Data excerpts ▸
----
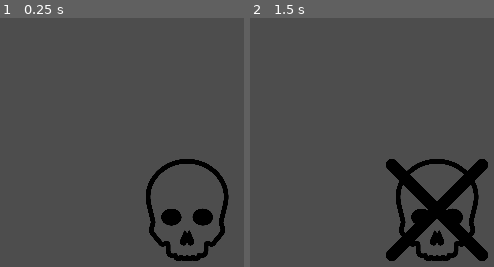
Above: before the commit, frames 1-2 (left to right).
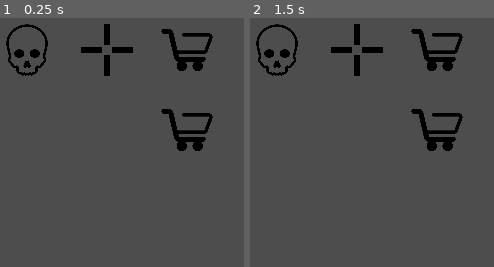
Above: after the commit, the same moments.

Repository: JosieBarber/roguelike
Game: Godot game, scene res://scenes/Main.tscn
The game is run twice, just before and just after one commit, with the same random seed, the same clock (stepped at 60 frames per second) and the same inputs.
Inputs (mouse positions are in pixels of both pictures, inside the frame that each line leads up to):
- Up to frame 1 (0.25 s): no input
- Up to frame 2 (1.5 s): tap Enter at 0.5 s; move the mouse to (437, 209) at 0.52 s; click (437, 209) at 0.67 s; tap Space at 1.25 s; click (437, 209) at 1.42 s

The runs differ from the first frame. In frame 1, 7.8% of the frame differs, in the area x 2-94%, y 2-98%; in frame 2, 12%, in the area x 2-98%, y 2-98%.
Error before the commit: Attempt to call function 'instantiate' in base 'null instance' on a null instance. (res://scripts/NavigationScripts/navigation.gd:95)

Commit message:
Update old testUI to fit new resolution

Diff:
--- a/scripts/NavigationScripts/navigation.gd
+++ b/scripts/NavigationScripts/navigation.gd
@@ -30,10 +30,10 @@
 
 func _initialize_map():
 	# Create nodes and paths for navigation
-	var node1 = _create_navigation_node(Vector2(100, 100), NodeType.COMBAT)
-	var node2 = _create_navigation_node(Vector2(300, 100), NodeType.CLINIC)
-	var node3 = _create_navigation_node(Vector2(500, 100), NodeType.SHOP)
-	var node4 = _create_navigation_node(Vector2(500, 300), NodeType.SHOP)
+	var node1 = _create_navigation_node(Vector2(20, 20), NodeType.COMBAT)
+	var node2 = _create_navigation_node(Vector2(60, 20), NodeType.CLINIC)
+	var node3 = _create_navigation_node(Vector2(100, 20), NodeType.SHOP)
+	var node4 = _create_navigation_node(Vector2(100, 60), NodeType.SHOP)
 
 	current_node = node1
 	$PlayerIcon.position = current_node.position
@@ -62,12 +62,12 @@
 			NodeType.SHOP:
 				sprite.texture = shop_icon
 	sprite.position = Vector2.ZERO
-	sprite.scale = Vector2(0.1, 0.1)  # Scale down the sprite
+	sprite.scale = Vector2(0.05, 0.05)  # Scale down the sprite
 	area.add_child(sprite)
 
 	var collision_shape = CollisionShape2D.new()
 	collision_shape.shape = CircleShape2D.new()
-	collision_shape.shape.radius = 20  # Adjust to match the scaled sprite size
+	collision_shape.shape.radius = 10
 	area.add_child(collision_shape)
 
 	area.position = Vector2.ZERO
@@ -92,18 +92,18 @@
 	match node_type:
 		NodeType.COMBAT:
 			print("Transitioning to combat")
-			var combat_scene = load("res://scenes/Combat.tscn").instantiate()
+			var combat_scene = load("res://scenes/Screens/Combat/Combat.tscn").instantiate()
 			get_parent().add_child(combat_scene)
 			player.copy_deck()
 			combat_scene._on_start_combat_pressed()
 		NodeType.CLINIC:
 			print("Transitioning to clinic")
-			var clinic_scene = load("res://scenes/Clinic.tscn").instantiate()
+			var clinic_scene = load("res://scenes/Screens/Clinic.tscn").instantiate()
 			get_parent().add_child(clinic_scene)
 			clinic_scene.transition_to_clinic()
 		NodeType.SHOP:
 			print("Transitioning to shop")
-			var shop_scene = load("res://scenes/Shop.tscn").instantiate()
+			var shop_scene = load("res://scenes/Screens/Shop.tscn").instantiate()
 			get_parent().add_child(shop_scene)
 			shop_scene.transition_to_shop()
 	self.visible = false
----
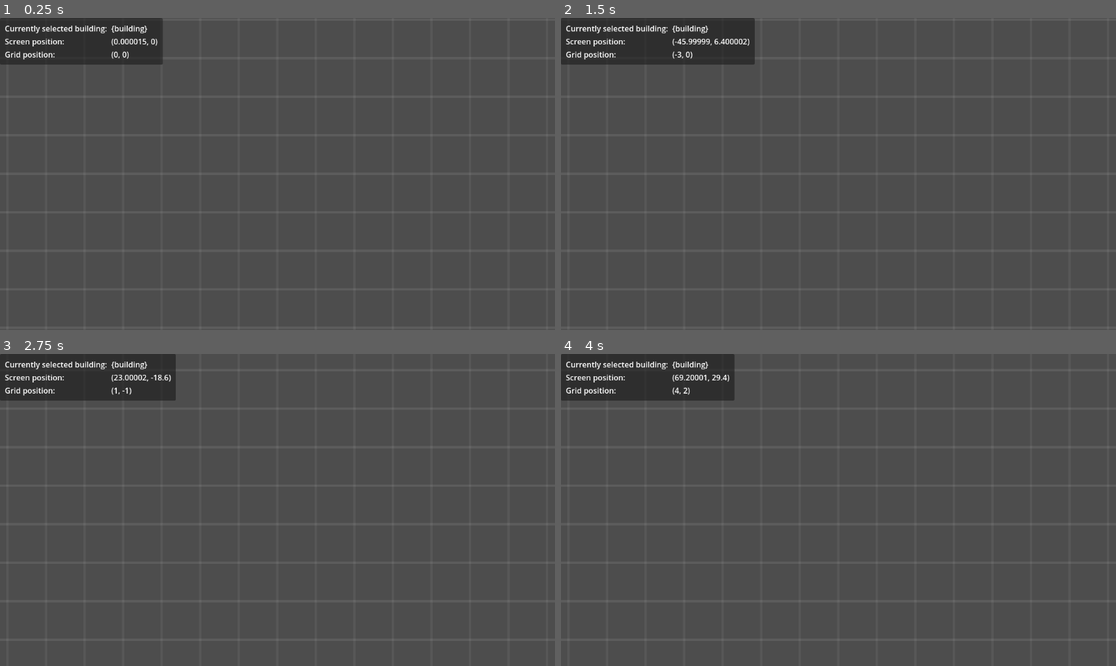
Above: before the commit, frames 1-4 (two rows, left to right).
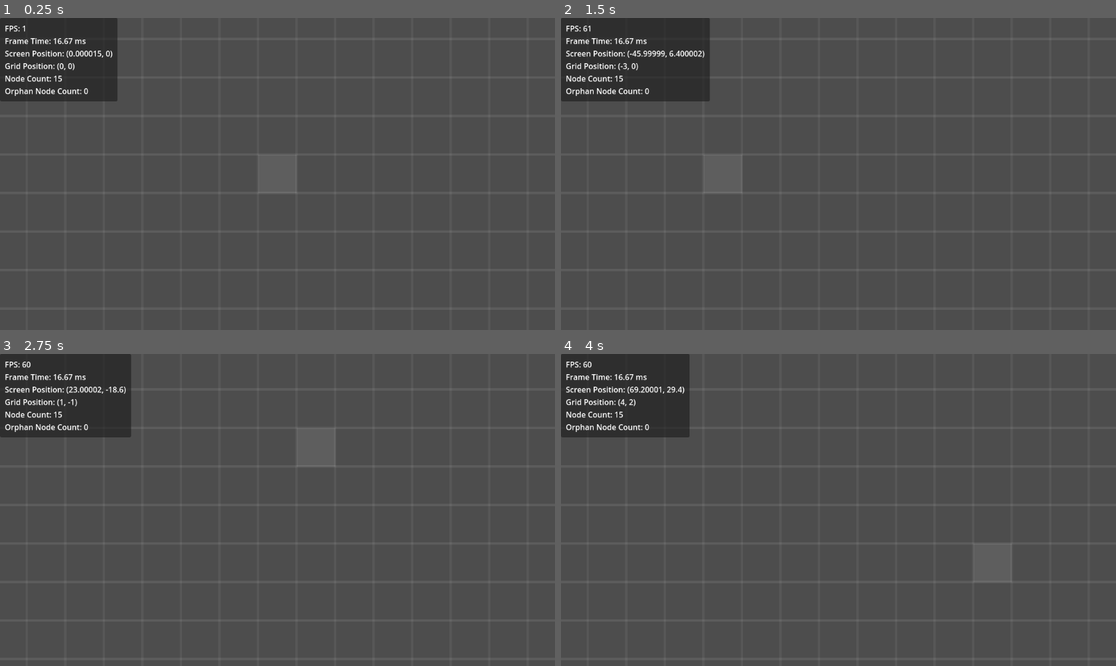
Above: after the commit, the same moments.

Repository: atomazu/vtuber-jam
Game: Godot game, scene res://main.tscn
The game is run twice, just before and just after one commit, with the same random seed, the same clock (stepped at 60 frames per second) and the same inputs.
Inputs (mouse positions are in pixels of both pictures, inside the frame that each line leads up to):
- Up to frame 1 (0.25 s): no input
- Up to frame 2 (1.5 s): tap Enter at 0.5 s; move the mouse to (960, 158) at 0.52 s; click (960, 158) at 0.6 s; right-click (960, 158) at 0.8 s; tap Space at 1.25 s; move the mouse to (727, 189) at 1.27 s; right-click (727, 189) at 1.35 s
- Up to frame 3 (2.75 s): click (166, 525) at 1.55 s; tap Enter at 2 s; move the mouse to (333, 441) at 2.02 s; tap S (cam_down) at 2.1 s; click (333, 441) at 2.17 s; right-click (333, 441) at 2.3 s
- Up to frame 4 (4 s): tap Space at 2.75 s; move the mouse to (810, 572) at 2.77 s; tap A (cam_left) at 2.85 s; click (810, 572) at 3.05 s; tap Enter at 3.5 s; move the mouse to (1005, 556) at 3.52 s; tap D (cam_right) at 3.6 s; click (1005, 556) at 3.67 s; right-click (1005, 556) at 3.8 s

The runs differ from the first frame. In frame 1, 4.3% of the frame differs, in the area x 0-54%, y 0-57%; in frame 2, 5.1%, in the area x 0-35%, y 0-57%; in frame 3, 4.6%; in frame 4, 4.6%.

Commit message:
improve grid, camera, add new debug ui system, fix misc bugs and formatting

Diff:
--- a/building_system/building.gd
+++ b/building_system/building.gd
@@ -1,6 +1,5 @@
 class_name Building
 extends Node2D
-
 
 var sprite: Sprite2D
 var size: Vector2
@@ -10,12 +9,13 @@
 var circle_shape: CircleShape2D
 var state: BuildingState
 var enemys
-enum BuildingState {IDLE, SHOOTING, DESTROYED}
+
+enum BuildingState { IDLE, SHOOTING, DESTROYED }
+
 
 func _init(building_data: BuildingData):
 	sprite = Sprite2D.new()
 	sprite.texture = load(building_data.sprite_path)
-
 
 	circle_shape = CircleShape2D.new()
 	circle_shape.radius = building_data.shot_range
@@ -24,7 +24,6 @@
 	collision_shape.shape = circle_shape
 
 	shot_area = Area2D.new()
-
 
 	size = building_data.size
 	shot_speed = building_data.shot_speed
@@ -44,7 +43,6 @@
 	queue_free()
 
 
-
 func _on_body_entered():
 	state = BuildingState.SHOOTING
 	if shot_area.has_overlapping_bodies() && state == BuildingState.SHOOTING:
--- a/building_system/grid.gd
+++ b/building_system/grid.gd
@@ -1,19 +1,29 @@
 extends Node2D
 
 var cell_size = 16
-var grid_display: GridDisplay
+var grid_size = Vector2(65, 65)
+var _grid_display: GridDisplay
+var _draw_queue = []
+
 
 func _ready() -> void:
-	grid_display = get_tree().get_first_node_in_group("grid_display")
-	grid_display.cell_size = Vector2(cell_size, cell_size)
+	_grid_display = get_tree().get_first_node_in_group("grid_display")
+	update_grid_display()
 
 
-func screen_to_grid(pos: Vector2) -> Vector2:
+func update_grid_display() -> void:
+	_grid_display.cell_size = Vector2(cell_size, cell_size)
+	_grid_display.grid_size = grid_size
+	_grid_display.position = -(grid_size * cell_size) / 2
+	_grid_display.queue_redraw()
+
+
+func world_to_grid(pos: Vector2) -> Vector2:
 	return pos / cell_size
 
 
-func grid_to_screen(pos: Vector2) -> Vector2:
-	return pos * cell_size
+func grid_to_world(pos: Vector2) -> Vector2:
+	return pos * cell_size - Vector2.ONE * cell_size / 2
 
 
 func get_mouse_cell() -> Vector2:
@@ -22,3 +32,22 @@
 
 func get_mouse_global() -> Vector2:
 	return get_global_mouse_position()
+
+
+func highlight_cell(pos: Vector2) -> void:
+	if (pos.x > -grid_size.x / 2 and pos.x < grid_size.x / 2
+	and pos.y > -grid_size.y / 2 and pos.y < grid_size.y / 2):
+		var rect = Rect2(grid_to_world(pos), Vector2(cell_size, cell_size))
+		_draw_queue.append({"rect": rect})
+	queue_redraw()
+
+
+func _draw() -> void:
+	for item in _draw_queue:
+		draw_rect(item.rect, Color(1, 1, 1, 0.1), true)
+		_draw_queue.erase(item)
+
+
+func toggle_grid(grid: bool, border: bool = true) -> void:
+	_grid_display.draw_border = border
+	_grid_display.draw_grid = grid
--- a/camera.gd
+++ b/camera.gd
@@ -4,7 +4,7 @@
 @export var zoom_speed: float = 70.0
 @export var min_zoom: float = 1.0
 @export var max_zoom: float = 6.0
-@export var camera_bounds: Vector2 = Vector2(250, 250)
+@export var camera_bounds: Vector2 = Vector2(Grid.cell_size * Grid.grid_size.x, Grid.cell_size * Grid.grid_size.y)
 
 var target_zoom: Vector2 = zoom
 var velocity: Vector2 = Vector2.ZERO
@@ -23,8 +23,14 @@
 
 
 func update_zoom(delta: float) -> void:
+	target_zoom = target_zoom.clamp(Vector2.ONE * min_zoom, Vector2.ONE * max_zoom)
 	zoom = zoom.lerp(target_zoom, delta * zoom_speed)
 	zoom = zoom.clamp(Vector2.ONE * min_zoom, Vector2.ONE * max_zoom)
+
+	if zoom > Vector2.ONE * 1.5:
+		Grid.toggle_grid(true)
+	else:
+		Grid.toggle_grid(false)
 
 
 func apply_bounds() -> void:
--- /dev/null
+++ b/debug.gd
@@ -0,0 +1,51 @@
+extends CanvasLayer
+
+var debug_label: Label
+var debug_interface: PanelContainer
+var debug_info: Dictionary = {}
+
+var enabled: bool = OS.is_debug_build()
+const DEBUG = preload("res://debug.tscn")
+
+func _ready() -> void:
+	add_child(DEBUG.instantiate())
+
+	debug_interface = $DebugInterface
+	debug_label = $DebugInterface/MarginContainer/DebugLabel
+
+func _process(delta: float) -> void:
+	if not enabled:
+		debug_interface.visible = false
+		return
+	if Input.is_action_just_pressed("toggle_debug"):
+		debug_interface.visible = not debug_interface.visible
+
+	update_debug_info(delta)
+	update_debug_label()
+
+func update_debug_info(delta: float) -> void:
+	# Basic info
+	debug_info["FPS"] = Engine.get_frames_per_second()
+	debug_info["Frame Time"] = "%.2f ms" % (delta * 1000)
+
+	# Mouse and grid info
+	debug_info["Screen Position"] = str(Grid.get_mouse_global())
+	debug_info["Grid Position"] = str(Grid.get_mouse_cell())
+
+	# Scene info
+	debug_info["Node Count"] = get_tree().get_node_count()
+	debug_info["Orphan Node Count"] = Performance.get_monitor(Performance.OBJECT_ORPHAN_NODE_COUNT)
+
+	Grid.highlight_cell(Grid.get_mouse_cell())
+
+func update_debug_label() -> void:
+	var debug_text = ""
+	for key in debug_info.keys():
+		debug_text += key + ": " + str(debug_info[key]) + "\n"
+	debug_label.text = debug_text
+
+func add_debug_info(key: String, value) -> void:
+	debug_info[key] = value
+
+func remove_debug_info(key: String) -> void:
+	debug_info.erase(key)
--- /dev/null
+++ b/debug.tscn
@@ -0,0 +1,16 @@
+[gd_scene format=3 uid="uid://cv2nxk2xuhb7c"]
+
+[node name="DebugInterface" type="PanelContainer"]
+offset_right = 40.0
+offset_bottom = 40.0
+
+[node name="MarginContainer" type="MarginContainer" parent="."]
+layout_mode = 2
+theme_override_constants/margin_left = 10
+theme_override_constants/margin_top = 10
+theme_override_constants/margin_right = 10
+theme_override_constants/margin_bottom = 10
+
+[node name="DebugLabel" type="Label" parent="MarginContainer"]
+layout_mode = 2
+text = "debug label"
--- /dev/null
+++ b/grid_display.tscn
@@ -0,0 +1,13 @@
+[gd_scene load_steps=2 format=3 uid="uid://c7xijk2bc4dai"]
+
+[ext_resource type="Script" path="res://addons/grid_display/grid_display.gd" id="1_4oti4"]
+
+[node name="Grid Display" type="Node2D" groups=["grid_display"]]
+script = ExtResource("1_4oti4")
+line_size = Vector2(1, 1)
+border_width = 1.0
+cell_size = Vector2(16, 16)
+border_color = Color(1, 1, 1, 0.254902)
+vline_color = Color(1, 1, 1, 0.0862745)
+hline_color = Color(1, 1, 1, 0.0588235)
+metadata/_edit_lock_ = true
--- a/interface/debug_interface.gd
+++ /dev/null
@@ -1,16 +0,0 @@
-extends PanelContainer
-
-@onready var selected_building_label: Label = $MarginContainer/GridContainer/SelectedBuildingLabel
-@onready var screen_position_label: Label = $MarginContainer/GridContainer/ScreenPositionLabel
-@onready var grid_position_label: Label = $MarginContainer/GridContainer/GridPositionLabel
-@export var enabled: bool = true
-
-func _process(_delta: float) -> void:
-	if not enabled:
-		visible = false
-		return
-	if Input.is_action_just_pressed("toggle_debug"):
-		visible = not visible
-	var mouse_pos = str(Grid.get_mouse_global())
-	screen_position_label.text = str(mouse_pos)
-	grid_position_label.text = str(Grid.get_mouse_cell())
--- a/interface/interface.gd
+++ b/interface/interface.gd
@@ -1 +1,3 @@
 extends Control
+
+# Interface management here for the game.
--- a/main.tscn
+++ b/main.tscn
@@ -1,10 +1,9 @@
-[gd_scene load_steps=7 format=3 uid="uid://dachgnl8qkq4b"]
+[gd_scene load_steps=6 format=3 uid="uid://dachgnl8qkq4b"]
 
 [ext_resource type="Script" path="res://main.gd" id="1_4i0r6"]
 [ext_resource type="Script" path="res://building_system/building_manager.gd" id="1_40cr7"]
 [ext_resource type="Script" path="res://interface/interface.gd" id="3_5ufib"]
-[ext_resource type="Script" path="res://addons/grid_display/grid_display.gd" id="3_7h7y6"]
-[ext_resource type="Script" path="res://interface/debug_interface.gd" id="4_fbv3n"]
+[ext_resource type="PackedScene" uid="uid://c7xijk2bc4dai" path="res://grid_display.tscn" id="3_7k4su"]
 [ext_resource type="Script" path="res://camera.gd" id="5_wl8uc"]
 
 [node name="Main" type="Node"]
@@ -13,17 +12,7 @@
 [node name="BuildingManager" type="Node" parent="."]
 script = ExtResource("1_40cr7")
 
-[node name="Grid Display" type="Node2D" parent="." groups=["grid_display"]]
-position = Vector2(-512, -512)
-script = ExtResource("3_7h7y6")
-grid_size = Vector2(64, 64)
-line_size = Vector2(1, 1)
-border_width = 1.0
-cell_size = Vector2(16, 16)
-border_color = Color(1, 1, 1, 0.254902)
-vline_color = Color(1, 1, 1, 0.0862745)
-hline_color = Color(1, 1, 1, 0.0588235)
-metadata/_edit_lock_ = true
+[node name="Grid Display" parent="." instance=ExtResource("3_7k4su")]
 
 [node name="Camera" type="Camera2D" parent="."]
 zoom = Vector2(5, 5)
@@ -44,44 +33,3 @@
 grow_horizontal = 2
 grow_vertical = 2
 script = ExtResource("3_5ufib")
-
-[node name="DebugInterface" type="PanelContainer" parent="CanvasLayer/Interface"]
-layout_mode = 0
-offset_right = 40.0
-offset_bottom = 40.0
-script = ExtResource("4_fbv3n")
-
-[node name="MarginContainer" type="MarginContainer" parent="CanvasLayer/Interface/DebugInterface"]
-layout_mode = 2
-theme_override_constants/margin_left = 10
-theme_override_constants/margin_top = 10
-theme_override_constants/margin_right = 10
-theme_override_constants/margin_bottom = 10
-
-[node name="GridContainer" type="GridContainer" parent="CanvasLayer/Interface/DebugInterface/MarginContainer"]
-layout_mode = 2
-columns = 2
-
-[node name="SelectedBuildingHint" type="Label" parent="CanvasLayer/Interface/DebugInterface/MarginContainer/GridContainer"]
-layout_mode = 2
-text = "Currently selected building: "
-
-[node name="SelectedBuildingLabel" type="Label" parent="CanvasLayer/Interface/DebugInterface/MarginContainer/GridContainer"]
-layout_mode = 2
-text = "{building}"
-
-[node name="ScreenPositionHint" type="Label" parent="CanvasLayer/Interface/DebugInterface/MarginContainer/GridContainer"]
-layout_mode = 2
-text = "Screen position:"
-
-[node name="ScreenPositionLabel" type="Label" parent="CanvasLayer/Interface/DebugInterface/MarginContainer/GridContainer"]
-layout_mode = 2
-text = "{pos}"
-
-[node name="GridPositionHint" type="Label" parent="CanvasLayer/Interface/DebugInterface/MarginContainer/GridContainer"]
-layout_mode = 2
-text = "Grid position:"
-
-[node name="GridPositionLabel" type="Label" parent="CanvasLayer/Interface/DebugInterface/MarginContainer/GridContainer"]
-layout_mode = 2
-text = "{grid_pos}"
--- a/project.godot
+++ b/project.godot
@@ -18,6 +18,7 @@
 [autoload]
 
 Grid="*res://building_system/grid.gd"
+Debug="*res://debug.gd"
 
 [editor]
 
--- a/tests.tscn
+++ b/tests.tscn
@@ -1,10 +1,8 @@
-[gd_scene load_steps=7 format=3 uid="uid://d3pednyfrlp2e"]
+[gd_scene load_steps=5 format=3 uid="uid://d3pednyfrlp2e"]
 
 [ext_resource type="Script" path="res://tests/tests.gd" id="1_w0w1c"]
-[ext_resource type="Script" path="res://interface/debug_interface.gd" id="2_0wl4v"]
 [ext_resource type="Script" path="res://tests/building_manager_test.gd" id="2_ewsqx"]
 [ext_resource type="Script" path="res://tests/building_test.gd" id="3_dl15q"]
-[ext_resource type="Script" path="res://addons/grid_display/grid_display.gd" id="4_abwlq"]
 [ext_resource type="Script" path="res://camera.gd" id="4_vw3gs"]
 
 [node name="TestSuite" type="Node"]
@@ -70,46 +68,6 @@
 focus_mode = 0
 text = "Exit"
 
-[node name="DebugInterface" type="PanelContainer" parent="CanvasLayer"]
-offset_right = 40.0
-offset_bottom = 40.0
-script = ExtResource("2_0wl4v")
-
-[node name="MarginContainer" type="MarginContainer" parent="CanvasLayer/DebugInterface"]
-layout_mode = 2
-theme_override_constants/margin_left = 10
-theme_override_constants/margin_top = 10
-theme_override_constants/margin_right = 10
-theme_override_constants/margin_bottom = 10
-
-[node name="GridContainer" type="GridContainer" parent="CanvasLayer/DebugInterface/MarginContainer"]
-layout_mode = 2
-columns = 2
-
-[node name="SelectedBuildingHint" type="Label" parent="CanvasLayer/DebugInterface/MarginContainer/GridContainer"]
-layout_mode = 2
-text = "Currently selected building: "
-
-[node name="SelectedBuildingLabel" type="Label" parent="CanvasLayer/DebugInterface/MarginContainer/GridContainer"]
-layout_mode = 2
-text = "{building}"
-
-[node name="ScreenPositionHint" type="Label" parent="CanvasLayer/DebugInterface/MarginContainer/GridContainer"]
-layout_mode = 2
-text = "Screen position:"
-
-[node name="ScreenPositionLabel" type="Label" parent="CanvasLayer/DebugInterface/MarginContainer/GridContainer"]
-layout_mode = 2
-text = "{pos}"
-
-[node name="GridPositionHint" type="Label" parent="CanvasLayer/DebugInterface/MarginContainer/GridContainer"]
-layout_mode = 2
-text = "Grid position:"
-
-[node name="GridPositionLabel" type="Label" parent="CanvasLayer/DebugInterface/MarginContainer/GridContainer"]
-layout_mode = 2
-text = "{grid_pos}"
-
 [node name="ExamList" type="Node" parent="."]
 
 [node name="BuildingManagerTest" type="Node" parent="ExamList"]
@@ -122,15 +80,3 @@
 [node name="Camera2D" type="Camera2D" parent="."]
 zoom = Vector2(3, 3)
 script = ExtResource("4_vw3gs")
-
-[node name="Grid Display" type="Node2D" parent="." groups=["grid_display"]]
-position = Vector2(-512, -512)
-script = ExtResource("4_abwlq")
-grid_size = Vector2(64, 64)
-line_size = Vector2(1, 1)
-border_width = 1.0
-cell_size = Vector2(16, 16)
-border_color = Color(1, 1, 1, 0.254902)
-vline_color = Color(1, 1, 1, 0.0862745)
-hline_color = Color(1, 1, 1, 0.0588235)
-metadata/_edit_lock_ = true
----
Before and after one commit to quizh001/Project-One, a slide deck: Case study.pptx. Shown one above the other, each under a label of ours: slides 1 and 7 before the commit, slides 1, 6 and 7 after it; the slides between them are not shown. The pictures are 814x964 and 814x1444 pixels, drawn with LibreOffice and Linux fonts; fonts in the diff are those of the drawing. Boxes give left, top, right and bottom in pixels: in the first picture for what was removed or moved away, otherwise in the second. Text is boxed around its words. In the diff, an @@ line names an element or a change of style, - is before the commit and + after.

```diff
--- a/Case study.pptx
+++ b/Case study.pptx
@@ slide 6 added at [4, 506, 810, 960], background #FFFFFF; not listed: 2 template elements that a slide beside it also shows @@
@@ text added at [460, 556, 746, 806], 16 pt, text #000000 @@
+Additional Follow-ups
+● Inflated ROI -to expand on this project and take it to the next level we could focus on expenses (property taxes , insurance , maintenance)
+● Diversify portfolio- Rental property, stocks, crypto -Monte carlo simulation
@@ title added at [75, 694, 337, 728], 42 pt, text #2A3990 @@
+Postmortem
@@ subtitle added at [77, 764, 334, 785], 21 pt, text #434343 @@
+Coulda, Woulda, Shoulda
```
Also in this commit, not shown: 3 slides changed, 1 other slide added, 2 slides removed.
----
Every line above carrying the word "addons" needs to be shown.

+[ext_resource type="Script" path="res://addons/grid_display/grid_display.gd" id="1_4oti4"]
-[ext_resource type="Script" path="res://addons/grid_display/grid_display.gd" id="3_7h7y6"]
-[ext_resource type="Script" path="res://addons/grid_display/grid_display.gd" id="4_abwlq"]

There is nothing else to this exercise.